→ **Records excerpted from a collection**:
• • • •

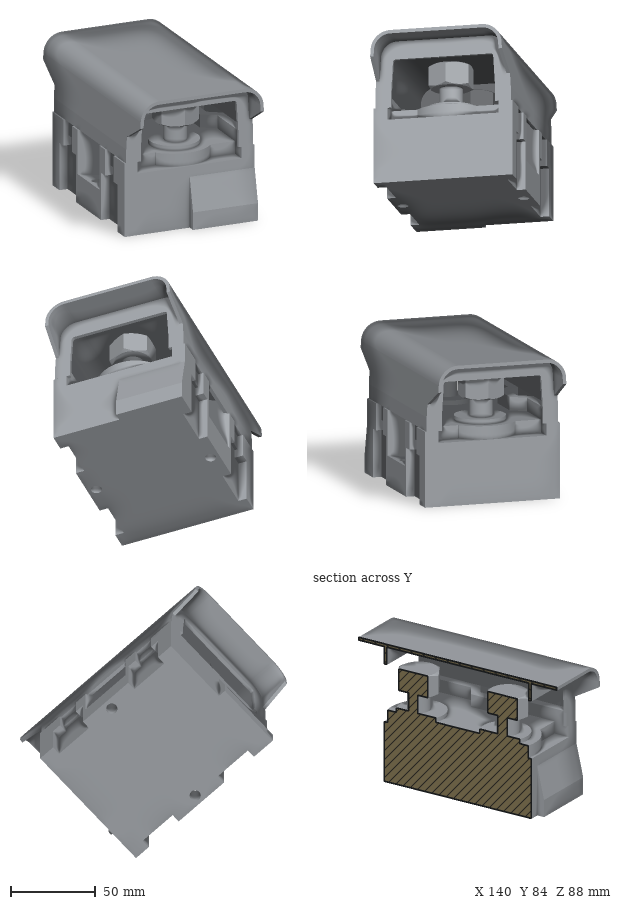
import cadquery as cq
import math


base_length = 104.2
base_width = 84.0
base_height = 45.6
channel_width = 67.2
channel_floor = 38.4

lip_top = 54.3

recess_center = 30.0
recess_depth = 5.3
recess_width = 23.8
recess_height = 29.4
neck_width = 12.6
neck_ledge_depth = 3.5
neck_ledge_height = 35.4

pocket_floor = 18.2
pocket_mouth_width = 31.6
pocket_back_width = 16.2
pocket_depth = 11.5
pocket_wall = 5.6
mounting_hole_diameter = 6.6
mounting_hole_inset = 5.5

wedge_reach = 4.8
wedge_heel_height = 10.9
wedge_height = 31.6
wedge_length = base_width / 2

bar_length = 84.3
bar_top = 46.2
tongue_center = 27.0
tongue_radius = 23.5
tongue_width = 35.3

washer_center = 29.5
washer_diameter = 30.8
washer_thickness = 2.8
bolt_center = 31.5
shank_diameter = 13.9
head_bottom = 60.3
head_top = 74.3
head_across_flats = 24.1
head_rim_diameter = 23.2
head_chamfer_angle = 30.0

cover_length = 140.0
cover_top = 88.0
cover_width = 82.0
cover_wall = 2.1
cover_corner_radius = 12.0
cover_draft = 3.4
overhang_outer_bottom = 72.5
overhang_inner_bottom = 62.2
frame_thickness = 2.1
opening_width = 63.0
opening_top = 74.9
opening_corner_radius = 1.7


def block(x_min, x_max, y_min, y_max, z_min, z_max):
    size = (x_max - x_min, y_max - y_min, z_max - z_min)
    return cq.Workplane("XY").box(*size, centered=False).translate((x_min, y_min, z_min))


def both_sides(shape):
    """The shape together with its mirror image across the XZ plane."""
    return shape.union(shape.mirror("XZ"))



def base_block():
    body = block(-base_length / 2, base_length / 2, -base_width / 2, base_width / 2, 0, base_height)
    channel = block(
        -base_length / 2, base_length / 2, -channel_width / 2, channel_width / 2, channel_floor, base_height
    )
    return body.cut(channel)


def lip():
    """Rail on the front wall, fitted between the end frames and against the skin of the cover."""
    half_length = base_length / 2 - frame_thickness
    y_outer = -(cover_width / 2 - cover_wall)
    return block(-half_length, half_length, y_outer, -channel_width / 2, base_height, lip_top)


def side_recess(x_center):
    """Wide recess at the bottom with a narrower neck that gets shallower near the top."""
    y_face = -base_width / 2

    def slot(width, depth, z_min, z_max):
        return block(x_center - width / 2, x_center + width / 2, y_face, y_face + depth, z_min, z_max)

    wide = slot(recess_width, recess_depth, 0, recess_height)
    neck = slot(neck_width, recess_depth, recess_height, neck_ledge_height)
    ledge = slot(neck_width, neck_ledge_depth, neck_ledge_height, base_height)
    return wide.union(neck).union(ledge)


def trapezoid(mouth_half, back_half, y_back, z_min, z_max):
    """Prism that narrows from the front face of the base inward to y_back."""
    y_face = -base_width / 2
    corners = [(-mouth_half, y_face), (mouth_half, y_face), (back_half, y_back), (-back_half, y_back)]
    return cq.Workplane("XY").workplane(offset=z_min).polyline(corners).close().extrude(z_max - z_min)


def pocket():
    y_back = -base_width / 2 + pocket_depth
    return trapezoid(pocket_mouth_width / 2, pocket_back_width / 2, y_back, pocket_floor, lip_top)


def pocket_housing():
    """Wall of even thickness around the pocket, from the channel floor to the top of the lip."""
    taper = (pocket_mouth_width - pocket_back_width) / 2 / pocket_depth
    side_shift = pocket_wall * math.hypot(1, taper)
    mouth_half = pocket_mouth_width / 2 + side_shift
    back_half = pocket_back_width / 2 + side_shift - taper * pocket_wall
    y_back = -base_width / 2 + pocket_depth + pocket_wall
    housing = trapezoid(mouth_half, back_half, y_back, channel_floor, lip_top)
    inside = block(-mouth_half, mouth_half, -channel_width / 2, y_back, channel_floor, lip_top)
    return housing.intersect(inside)


def mounting_hole():
    y_center = -base_width / 2 + mounting_hole_inset
    return cq.Workplane("XY").center(0, y_center).circle(mounting_hole_diameter / 2).extrude(pocket_floor)


def wedge():
    x_face = base_length / 2
    corners = [
        (x_face, 0),
        (x_face + wedge_reach, 0),
        (x_face + wedge_reach, wedge_heel_height),
        (x_face, wedge_height),
    ]
    profile = cq.Workplane("XZ", origin=(0, base_width / 2, 0)).polyline(corners).close()
    return profile.extrude(wedge_length)


def terminal_bar():
    """Bar as wide as the channel with a round tongue at each end."""
    bar_height = bar_top - channel_floor
    bar = block(
        -bar_length / 2, bar_length / 2, -channel_width / 2, channel_width / 2, channel_floor, bar_top
    )
    discs = (
        cq.Workplane("XY").workplane(offset=channel_floor)
        .pushPoints([(-tongue_center, 0), (tongue_center, 0)])
        .circle(tongue_radius).extrude(bar_height)
    )
    tongue_reach = tongue_center + tongue_radius
    strip = block(
        -tongue_reach, tongue_reach, -tongue_width / 2, tongue_width / 2, channel_floor, bar_top
    )
    return bar.union(discs.intersect(strip))


def bolt_head():
    """Hexagon with corners along X, chamfered at both ends by cones."""
    head_height = head_top - head_bottom
    corner_radius = head_across_flats / math.sqrt(3)
    rim_radius = head_rim_diameter / 2
    chamfer_height = (corner_radius - rim_radius) * math.tan(math.radians(head_chamfer_angle))
    hexagon = cq.Workplane("XY").polygon(6, 2 * corner_radius).extrude(head_height)
    envelope = (
        cq.Workplane("XZ")
        .polyline([
            (0, 0),
            (rim_radius, 0),
            (corner_radius, chamfer_height),
            (corner_radius, head_height - chamfer_height),
            (rim_radius, head_height),
            (0, head_height),
        ])
        .close().revolve(360, (0, 0, 0), (0, 1, 0))
    )
    return hexagon.intersect(envelope).translate((0, 0, head_bottom))


def washer():
    disc = cq.Workplane("XY", origin=(washer_center, 0, bar_top)).circle(washer_diameter / 2)
    return disc.extrude(washer_thickness)


def bolt():
    shank_circle = cq.Workplane("XY", origin=(0, 0, bar_top)).circle(shank_diameter / 2)
    shank = shank_circle.extrude(head_bottom - bar_top)
    return shank.union(bolt_head()).translate((bolt_center, 0, 0))


def make_base():
    body = base_block().union(both_sides(lip())).union(both_sides(pocket_housing()))
    for x_center in (-recess_center, recess_center):
        body = body.cut(both_sides(side_recess(x_center)))
    body = body.union(terminal_bar())
    body = body.cut(both_sides(pocket())).cut(both_sides(mounting_hole()))
    body = body.union(wedge())
    terminal_screw = washer().union(bolt())
    return body.union(terminal_screw).union(terminal_screw.mirror("YZ"))



def arch(half_width, top, corner_radius, length):
    """Arch along X: upright sides up to the lip top, then drafted sides and a rounded flat top."""
    top_half = half_width - (top - lip_top) * math.tan(math.radians(cover_draft))
    corners = [
        (-half_width, base_height),
        (half_width, base_height),
        (half_width, lip_top),
        (top_half, top),
        (-top_half, top),
        (-half_width, lip_top),
    ]
    solid = cq.Workplane("YZ", origin=(-length / 2, 0, 0)).polyline(corners).close().extrude(length)
    top_edges = solid.faces(">Z").edges("|X")
    return solid.newObject(top_edges.vals()).fillet(corner_radius)


def side_outline():
    """Block narrow at the base that flares along X to the overhanging ends, to trim the skin."""
    half_base = base_length / 2
    half_cover = cover_length / 2
    right = [
        (half_base, base_height),
        (half_base, overhang_inner_bottom),
        (half_cover, overhang_outer_bottom),
        (half_cover, cover_top),
    ]
    left = [(-x, z) for x, z in reversed(right)]
    return (
        cq.Workplane("XZ").polyline(right + left).close()
        .extrude(cover_width / 2, both=True)
    )


def make_cover():
    skin_half = cover_width / 2 - cover_wall
    skin_top = cover_top - cover_wall
    skin_radius = cover_corner_radius - cover_wall
    outer = arch(cover_width / 2, cover_top, cover_corner_radius, cover_length)
    skin = outer.cut(arch(skin_half, skin_top, skin_radius, cover_length))
    frames = (
        arch(skin_half, skin_top, skin_radius, base_length)
        .cut(arch(skin_half, skin_top, skin_radius, base_length - 2 * frame_thickness))
        .cut(arch(opening_width / 2, opening_top, opening_corner_radius, base_length))
    )
    return skin.intersect(side_outline()).union(frames)


base = make_base()
cover = make_cover()
result = cq.Compound.makeCompound([base.solids().val(), cover.solids().val()])

• • • •

→ **Work item**: Extract from the data every line where "envelope" shows up.

→ **Worked solution**:
    envelope = (
    return hexagon.intersect(envelope).translate((0, 0, head_bottom))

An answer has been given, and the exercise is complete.